Background:Variants in the BRCA1-associated RING domain protein 1 (BARD1) have been implicated in multiple cancers, including pediatric malignancies. Despite this, the pathogenicity of many BARD1 variants remains unclear.
Objective:This study employs integrative computational and statistical approaches to analyze BARD1 variants, aiming to predict their pathogenicity and assess their role in cancer risk among pediatric patients.
Methods:Publicly available datasets, including ClinVar and COSMIC, were mined for BARD1 variants. Bioinformatic tools such as PolyPhen-2, SIFT, and MutationTaster were used for in silico predictions of pathogenicity. Protein structure and function analyses were conducted using I-TASSER and Swiss-Model, while population frequency data were obtained from gnomAD. Statistical analyses were performed to correlate BARD1 variants with clinical outcomes.

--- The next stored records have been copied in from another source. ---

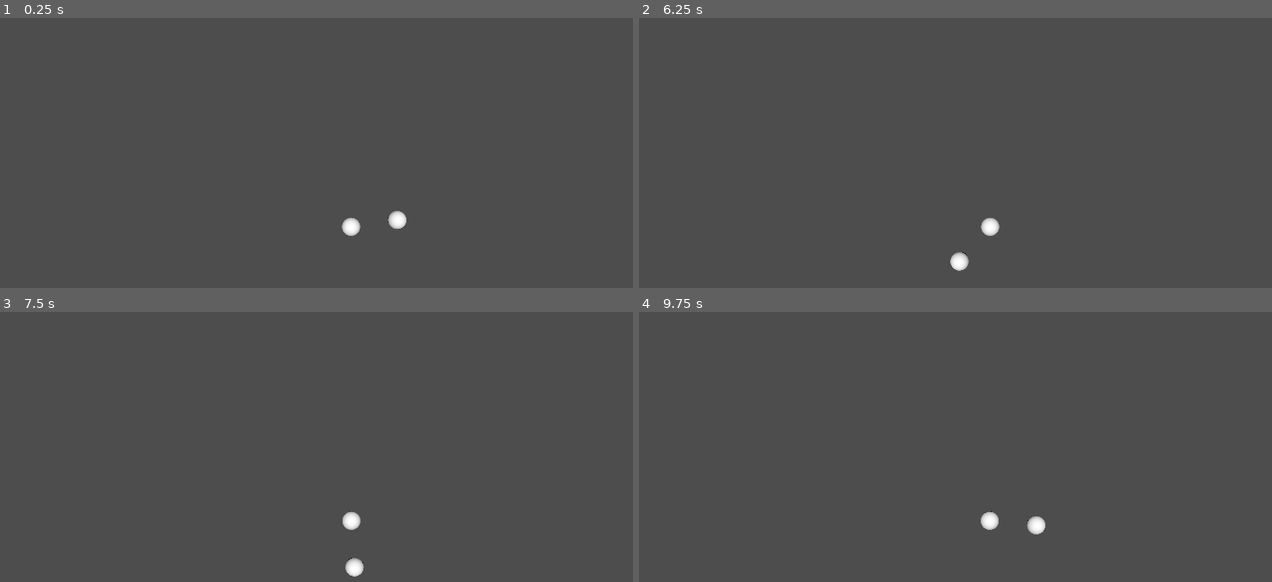
Above: before the commit, frames 1-4 (two rows, left to right).
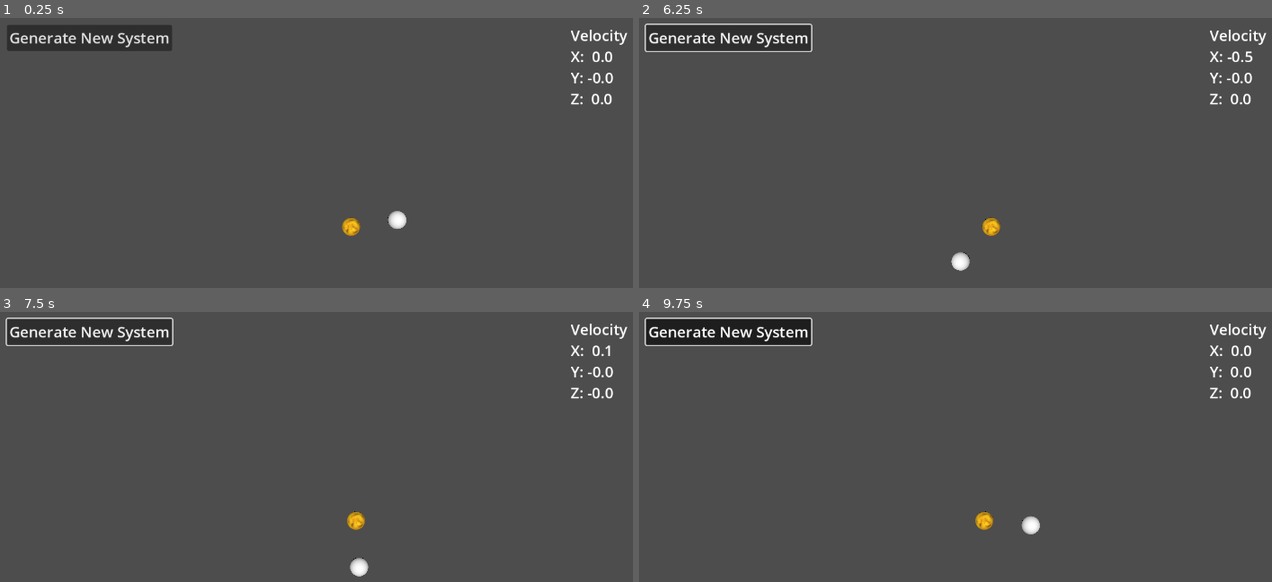
Above: after the commit, the same moments.

Repository: kruzaavn/solar_system_model
Game: Godot game, scene res://scenes/system/system.tscn
The game is run twice, just before and just after one commit, with the same random seed, the same clock (stepped at 60 frames per second) and the same inputs.
Inputs (mouse positions are in pixels of both pictures, inside the frame that each line leads up to):
- Up to frame 1 (0.25 s): no input
- Up to frame 2 (6.25 s): click (727, 36) at 0.5 s, where only the run after the commit has a clickable "Generate New System"; click (727, 36) at 1.25 s, where only the run after the commit has a clickable "Generate New System"; move the mouse to (1145, 190) at 2.02 s; hold Right (Right) 2.03-2.78 s; hold Space (Halt) 2.03-2.78 s; move the mouse to (847, 231) at 2.77 s; hold F (Back, bound only after the commit) 2.78-3.53 s; tap Space (Halt) at 2.85, 4.35, 5.85 s; move the mouse to (1063, 123) at 3.52 s; hold Right (Right) 3.53-4.28 s; hold Space (Halt) 3.53-4.28 s; move the mouse to (outside the picture) at 4.27 s; hold R (Forward, bound only after the commit) 4.28-5.03 s; move the mouse to (1208, 271) at 5.02 s; hold Space (Halt) 5.03-5.78 s; hold A (Left) from 5.03 s (still down); move the mouse to (771, 150) at 5.77 s
- Up to frame 3 (7.5 s): move the mouse to (386, 506) at 6.52 s; release A (Left) at 6.53 s; hold F (Back, bound only after the commit) 6.53-7.28 s; hold Space (Halt) 6.53-7.28 s; move the mouse to (240, 403) at 7.27 s; hold Right (Right) from 7.28 s (still down); tap Space (Halt) at 7.35 s
- Up to frame 4 (9.75 s): move the mouse to (1145, 484) at 8.02 s; release Right (Right) at 8.03 s; hold R (Forward, bound only after the commit) 8.03-8.78 s; hold Space (Halt) 8.03-8.78 s; move the mouse to (847, 525) at 8.77 s; hold Right (Right) 8.78-9.53 s; tap Space (Halt) at 8.85 s; move the mouse to (1063, 417) at 9.52 s; hold F (Back, bound only after the commit) from 9.53 s (still down); hold Space (Halt) from 9.53 s (still down)

The runs differ from the first frame. In frame 1, 3.0% of the frame differs, in the area x 1-100%, y 2-81%; in frame 2, 3.3%; in frame 3, 3.4%; in frame 4, 3.5%, in the area x 0-100%, y 1-83%.

Commit message:
added ui

Diff:
--- a/autoloads/orbital.gd
+++ b/autoloads/orbital.gd
@@ -2,3 +2,6 @@
 
 
 @export var g: float  = 6.674e-11
+
+func generate_new_system():
+	print("I've been fired")
--- a/project.godot
+++ b/project.godot
@@ -19,6 +19,10 @@
 
 Orbital="*res://autoloads/orbital.gd"
 
+[display]
+
+window/size/mode=2
+
 [input]
 
 Left={
@@ -35,14 +39,12 @@
 }
 Forward={
 "deadzone": 0.5,
-"events": [Object(InputEventKey,"resource_local_to_scene":fa …(140 unchanged characters)… d":false,"keycode":0,"physical_keycode":4194320,"key_label":0,"unicode":0,"echo":false,"script":null)
-, Object(InputEventKey,"resource_local_to_scene":false,"resource_name":"","device":-1,"window_id":0,"alt_pressed":false,"shift_pressed":false,"ctrl_pressed":false,"meta_pressed":false,"pressed":false,"keycode":0,"physical_keycode":87,"key_label":0,"unicode":119,"echo":false,"script":null)
+"events": [Object(InputEventKey,"resource_local_to_scene":fa …(140 unchanged characters)… d":false,"keycode":0,"physical_keycode":82,"key_label":0,"unicode":114,"echo":false,"script":null)
 ]
 }
 Back={
 "deadzone": 0.5,
-"events": [Object(InputEventKey,"resource_local_to_scene":fa …(140 unchanged characters)… d":false,"keycode":0,"physical_keycode":4194322,"key_label":0,"unicode":0,"echo":false,"script":null)
-, Object(InputEventKey,"resource_local_to_scene":false,"resource_name":"","device":-1,"window_id":0,"alt_pressed":false,"shift_pressed":false,"ctrl_pressed":false,"meta_pressed":false,"pressed":false,"keycode":0,"physical_keycode":83,"key_label":0,"unicode":115,"echo":false,"script":null)
+"events": [Object(InputEventKey,"resource_local_to_scene":fa …(140 unchanged characters)… d":false,"keycode":0,"physical_keycode":70,"key_label":0,"unicode":102,"echo":false,"script":null)
 ]
 }
 Halt={
@@ -50,6 +52,18 @@
 "events": [Object(InputEventKey,"resource_local_to_scene":false,"resource_name":"","device":-1,"window_id":0,"alt_pressed":false,"shift_pressed":false,"ctrl_pressed":false,"meta_pressed":false,"pressed":false,"keycode":0,"physical_keycode":32,"key_label":0,"unicode":32,"echo":false,"script":null)
 ]
 }
+Up={
+"deadzone": 0.5,
+"events": [Object(InputEventKey,"resource_local_to_scene":false,"resource_name":"","device":-1,"window_id":0,"alt_pressed":false,"shift_pressed":false,"ctrl_pressed":false,"meta_pressed":false,"pressed":false,"keycode":0,"physical_keycode":87,"key_label":0,"unicode":119,"echo":false,"script":null)
+, Object(InputEventKey,"resource_local_to_scene":false,"resource_name":"","device":-1,"window_id":0,"alt_pressed":false,"shift_pressed":false,"ctrl_pressed":false,"meta_pressed":false,"pressed":false,"keycode":0,"physical_keycode":4194320,"key_label":0,"unicode":0,"echo":false,"script":null)
+]
+}
+Down={
+"deadzone": 0.5,
+"events": [Object(InputEventKey,"resource_local_to_scene":false,"resource_name":"","device":-1,"window_id":0,"alt_pressed":false,"shift_pressed":false,"ctrl_pressed":false,"meta_pressed":false,"pressed":false,"keycode":0,"physical_keycode":83,"key_label":0,"unicode":115,"echo":false,"script":null)
+, Object(InputEventKey,"resource_local_to_scene":false,"resource_name":"","device":-1,"window_id":0,"alt_pressed":false,"shift_pressed":false,"ctrl_pressed":false,"meta_pressed":false,"pressed":false,"keycode":0,"physical_keycode":4194322,"key_label":0,"unicode":0,"echo":false,"script":null)
+]
+}
 
 [physics]
 
--- a/scenes/body/body.gd
+++ b/scenes/body/body.gd
@@ -10,7 +10,7 @@
 func _ready() -> void:
 
 
-	var material = $MeshInstance3D.mesh.get_material()
+	var material = $SurfaceMesh.mesh.get_material()
 
 	material.set_shader_parameter('height_map', height_map)
 	material.set_shader_parameter('mesh_texture', texture)
@@ -32,3 +32,17 @@
 	var r = influencing_body.transform.origin - transform.origin
 
 	return ((Orbital.g * influencing_body.mass * mass) / r.length() ** 2) * r.normalized()
+
+
+func _on_mouse_entered():
+
+	var material = $OutlineMesh.mesh.get_material()
+
+	material.set_shader_parameter('show', true)
+
+
+func _on_mouse_exited():
+
+	var material = $OutlineMesh.mesh.get_material()
+
+	material.set_shader_parameter('show', false)
--- a/scenes/body/body.tscn
+++ b/scenes/body/body.tscn
@@ -1,46 +1,48 @@
-[gd_scene load_steps=12 format=3 uid="uid://0muswldcin2y"]
+[gd_scene load_steps=9 format=3 uid="uid://0muswldcin2y"]
 
 [ext_resource type="Script" path="res://scenes/body/body.gd" id="1_h0e1s"]
 [ext_resource type="Shader" path="res://scenes/body/planetary_body.gdshader" id="1_nvprb"]
-
-[sub_resource type="Gradient" id="Gradient_sml7a"]
-
-[sub_resource type="FastNoiseLite" id="FastNoiseLite_h5be6"]
-
-[sub_resource type="NoiseTexture2D" id="NoiseTexture2D_70d41"]
-seamless = true
-color_ramp = SubResource("Gradient_sml7a")
-noise = SubResource("FastNoiseLite_h5be6")
-
-[sub_resource type="Gradient" id="Gradient_ymaoc"]
-
-[sub_resource type="FastNoiseLite" id="FastNoiseLite_ndfah"]
-
-[sub_resource type="NoiseTexture2D" id="NoiseTexture2D_vbiey"]
-seamless = true
-color_ramp = SubResource("Gradient_ymaoc")
-noise = SubResource("FastNoiseLite_ndfah")
+[ext_resource type="Shader" path="res://scenes/body/outline.gdshader" id="3_jxveo"]
 
 [sub_resource type="ShaderMaterial" id="ShaderMaterial_mfpmq"]
 resource_local_to_scene = true
 render_priority = 0
 shader = ExtResource("1_nvprb")
 shader_parameter/sample_scale = 0.1
-shader_parameter/height_map = SubResource("NoiseTexture2D_70d41")
-shader_parameter/mesh_texture = SubResource("NoiseTexture2D_vbiey")
 
 [sub_resource type="SphereMesh" id="SphereMesh_ovucj"]
 resource_local_to_scene = true
 material = SubResource("ShaderMaterial_mfpmq")
 
+[sub_resource type="ShaderMaterial" id="ShaderMaterial_edn7n"]
+resource_local_to_scene = true
+render_priority = 0
+shader = ExtResource("3_jxveo")
+shader_parameter/show = false
+shader_parameter/color = Color(0, 0.827451, 0.956863, 0.490196)
+
+[sub_resource type="SphereMesh" id="SphereMesh_yvosl"]
+resource_local_to_scene = true
+material = SubResource("ShaderMaterial_edn7n")
+radius = 0.7
+height = 1.4
+
 [sub_resource type="SphereShape3D" id="SphereShape3D_57gkv"]
+radius = 0.7
 
 [node name="body" type="RigidBody3D"]
 gravity_scale = 0.0
 script = ExtResource("1_h0e1s")
 
-[node name="MeshInstance3D" type="MeshInstance3D" parent="."]
+[node name="SurfaceMesh" type="MeshInstance3D" parent="."]
 mesh = SubResource("SphereMesh_ovucj")
+
+[node name="OutlineMesh" type="MeshInstance3D" parent="."]
+mesh = SubResource("SphereMesh_yvosl")
+skeleton = NodePath("../SurfaceMesh")
 
 [node name="CollisionShape3D" type="CollisionShape3D" parent="."]
 shape = SubResource("SphereShape3D_57gkv")
+
+[connection signal="mouse_entered" from="." to="." method="_on_mouse_entered"]
+[connection signal="mouse_exited" from="." to="." method="_on_mouse_exited"]
--- /dev/null
+++ b/scenes/body/outline.gdshader
@@ -0,0 +1,20 @@
+shader_type spatial;
+
+uniform bool show;
+uniform vec4 color: source_color;
+
+void fragment() {
+	// Place fragment code here.
+
+	ALBEDO = color.rgb;
+
+	if (show) {
+
+		ALPHA = color.a;
+	} else {
+
+		ALPHA = 0.0;
+
+	};
+
+}
--- a/scenes/camera/camera_body.gd
+++ b/scenes/camera/camera_body.gd
@@ -1,6 +1,6 @@
 extends RigidBody3D
 
-@export_range(0.1, 1, 0.1) var scale_factor: float
+@export_range(1, 100, 1) var scale_factor: float
 
 # Called when the node enters the scene tree for the first time.
 func _ready():
@@ -17,18 +17,24 @@
 	var inpulse = Vector3.ZERO
 
 	if Input.is_action_pressed('Left'):
-		inpulse += Vector3.LEFT
+		inpulse += -transform.basis.x
 
 	if Input.is_action_pressed("Right"):
-		inpulse += Vector3.RIGHT
+		inpulse += transform.basis.x
 
 	if Input.is_action_pressed("Forward"):
-		inpulse += Vector3.FORWARD
+		inpulse += -transform.basis.z
 
 	if Input.is_action_pressed("Back"):
-		inpulse += Vector3.BACK
+		inpulse += transform.basis.z
 
-	inpulse *= scale_factor
+	if Input.is_action_pressed("Up"):
+		inpulse += transform.basis.y
+
+	if Input.is_action_pressed("Down"):
+		inpulse += -transform.basis.y
+
+	inpulse = inpulse * scale_factor * delta
 
 	if Input.is_action_pressed("Halt"):
 		linear_velocity = Vector3.ZERO
--- a/scenes/camera/camera_body.tscn
+++ b/scenes/camera/camera_body.tscn
@@ -9,7 +9,7 @@
 [node name="CameraBody" type="RigidBody3D"]
 gravity_scale = 2.66454e-15
 script = ExtResource("1_xmpry")
-scale_factor = 0.1
+scale_factor = 100.0
 
 [node name="Camera3D" type="Camera3D" parent="."]
 transform = Transform3D(1, 0, 0, 0, 1, 0, 0, 0, 1, 2.08165e-12, 1, 2.08165e-12)
--- a/scenes/system/system.tscn
+++ b/scenes/system/system.tscn
@@ -1,12 +1,25 @@
-[gd_scene load_steps=3 format=3 uid="uid://gmfmleiwin8c"]
+[gd_scene load_steps=7 format=3 uid="uid://gmfmleiwin8c"]
 
 [ext_resource type="PackedScene" uid="uid://0muswldcin2y" path="res://scenes/body/body.tscn" id="1_ktgkc"]
 [ext_resource type="PackedScene" uid="uid://b2qyogf1ricc7" path="res://scenes/camera/camera_body.tscn" id="2_1c2io"]
+[ext_resource type="PackedScene" uid="uid://draoeu0q3cm8q" path="res://scenes/ui/user_interface.tscn" id="3_edxjg"]
+
+[sub_resource type="Gradient" id="Gradient_enfy4"]
+offsets = PackedFloat32Array(0, 0.434783, 1)
+colors = PackedColorArray(0, 0, 0, 1, 1, 0.67451, 0, 1, 1, 1, 0, 1)
+
+[sub_resource type="FastNoiseLite" id="FastNoiseLite_jogyy"]
+
+[sub_resource type="NoiseTexture2D" id="NoiseTexture2D_k54jv"]
+seamless = true
+color_ramp = SubResource("Gradient_enfy4")
+noise = SubResource("FastNoiseLite_jogyy")
 
 [node name="system" type="Node3D"]
 
 [node name="star" parent="." instance=ExtResource("1_ktgkc")]
 mass = 1.6e+11
+texture = SubResource("NoiseTexture2D_k54jv")
 
 [node name="planet" parent="." node_paths=PackedStringArray("influencing_body") instance=ExtResource("1_ktgkc")]
 transform = Transform3D(1, 0, 0, 0, 1, 0, 0, 0, 1, 3, 0, 0)
@@ -15,3 +28,6 @@
 
 [node name="CameraBody" parent="." instance=ExtResource("2_1c2io")]
 transform = Transform3D(1, -6.97574e-16, -1.5246e-23, -1.5246e-23, -4.37114e-08, 1, -6.97574e-16, -1, -4.37114e-08, 2.08165e-12, 17, 2.08165e-12)
+
+[node name="UserInterface" parent="." node_paths=PackedStringArray("body") instance=ExtResource("3_edxjg")]
+body = NodePath("../CameraBody")
--- /dev/null
+++ b/scenes/ui/GenerateSystem.gd
@@ -0,0 +1,15 @@
+extends Button
+
+
+# Called when the node enters the scene tree for the first time.
+func _ready():
+	pass # Replace with function body.
+
+
+# Called every frame. 'delta' is the elapsed time since the previous frame.
+func _process(delta):
+	pass
+
+
+func _on_pressed():
+	Orbital.generate_new_system()
--- /dev/null
+++ b/scenes/ui/user_interface.gd
@@ -0,0 +1,30 @@
+extends Control
+
+
+@onready @export var body: RigidBody3D
+
+# Called when the node enters the scene tree for the first time.
+func _ready():
+	pass # Replace with function body.
+
+
+# Called every frame. 'delta' is the elapsed time since the previous frame.
+func _process(delta):
+	update_velocity()
+
+func update_velocity() -> void:
+
+	var label = $VelocityLabel
+
+	if body:
+
+		var linear_velocity = body.linear_velocity
+
+		var text = """Velocity
+X: %4.1f
+Y: %4.1f
+Z: %4.1f""" % [linear_velocity.x, linear_velocity.y, linear_velocity.z]
+
+		label.text = text
+	else:
+		label.text = ""
--- /dev/null
+++ b/scenes/ui/user_interface.tres
@@ -0,0 +1,7 @@
+[gd_resource type="Theme" load_steps=2 format=3 uid="uid://bcbh7otrsl1pp"]
+
+[sub_resource type="SystemFont" id="SystemFont_tafe2"]
+
+[resource]
+default_font = SubResource("SystemFont_tafe2")
+default_font_size = 24
--- /dev/null
+++ b/scenes/ui/user_interface.tscn
@@ -0,0 +1,48 @@
+[gd_scene load_steps=4 format=3 uid="uid://draoeu0q3cm8q"]
+
+[ext_resource type="Theme" uid="uid://bcbh7otrsl1pp" path="res://scenes/ui/user_interface.tres" id="1_v3a3d"]
+[ext_resource type="Script" path="res://scenes/ui/user_interface.gd" id="1_vfu57"]
+[ext_resource type="Script" path="res://scenes/ui/GenerateSystem.gd" id="3_q6dgx"]
+
+[node name="UserInterface" type="Control"]
+layout_mode = 3
+anchors_preset = 15
+anchor_right = 1.0
+anchor_bottom = 1.0
+grow_horizontal = 2
+grow_vertical = 2
+mouse_filter = 2
+theme = ExtResource("1_v3a3d")
+script = ExtResource("1_vfu57")
+
+[node name="VelocityLabel" type="RichTextLabel" parent="."]
+layout_mode = 1
+anchors_preset = -1
+anchor_left = 0.946
+anchor_right = 1.0
+anchor_bottom = 0.102
+offset_left = -161.792
+offset_top = 24.0
+offset_right = -62.0
+offset_bottom = 127.904
+grow_horizontal = 0
+text = "Velocity
+X:
+Y:
+Z:"
+fit_content = true
+scroll_active = false
+metadata/_edit_use_anchors_ = true
+
+[node name="GenerateSystem" type="Button" parent="."]
+layout_mode = 1
+anchors_preset = -1
+offset_left = 24.0
+offset_top = 24.0
+offset_right = 204.0
+offset_bottom = 56.0
+text = "Generate New System"
+script = ExtResource("3_q6dgx")
+metadata/_edit_use_anchors_ = true
+
+[connection signal="pressed" from="GenerateSystem" to="GenerateSystem" method="_on_pressed"]

Results:Out of 102 BARD1 variants analyzed, 38 were classified as pathogenic based on in silico predictions. Structural modeling revealed significant alterations in the RING domain for several pathogenic variants, correlating with impaired protein-protein interactions. Statistical analysis demonstrated a strong association between specific BARD1 variants and poor clinical outcomes (p < 0.01). Population frequency analysis indicated that certain pathogenic variants are more prevalent in pediatric cancer cohorts compared to general populations.
Conclusion:This study highlights the critical role of BARD1 variants in pediatric oncology, providing a comprehensive framework for future genetic and functional studies. The integration of computational and statistical methods offers a robust approach to predict pathogenicity and assess cancer risk.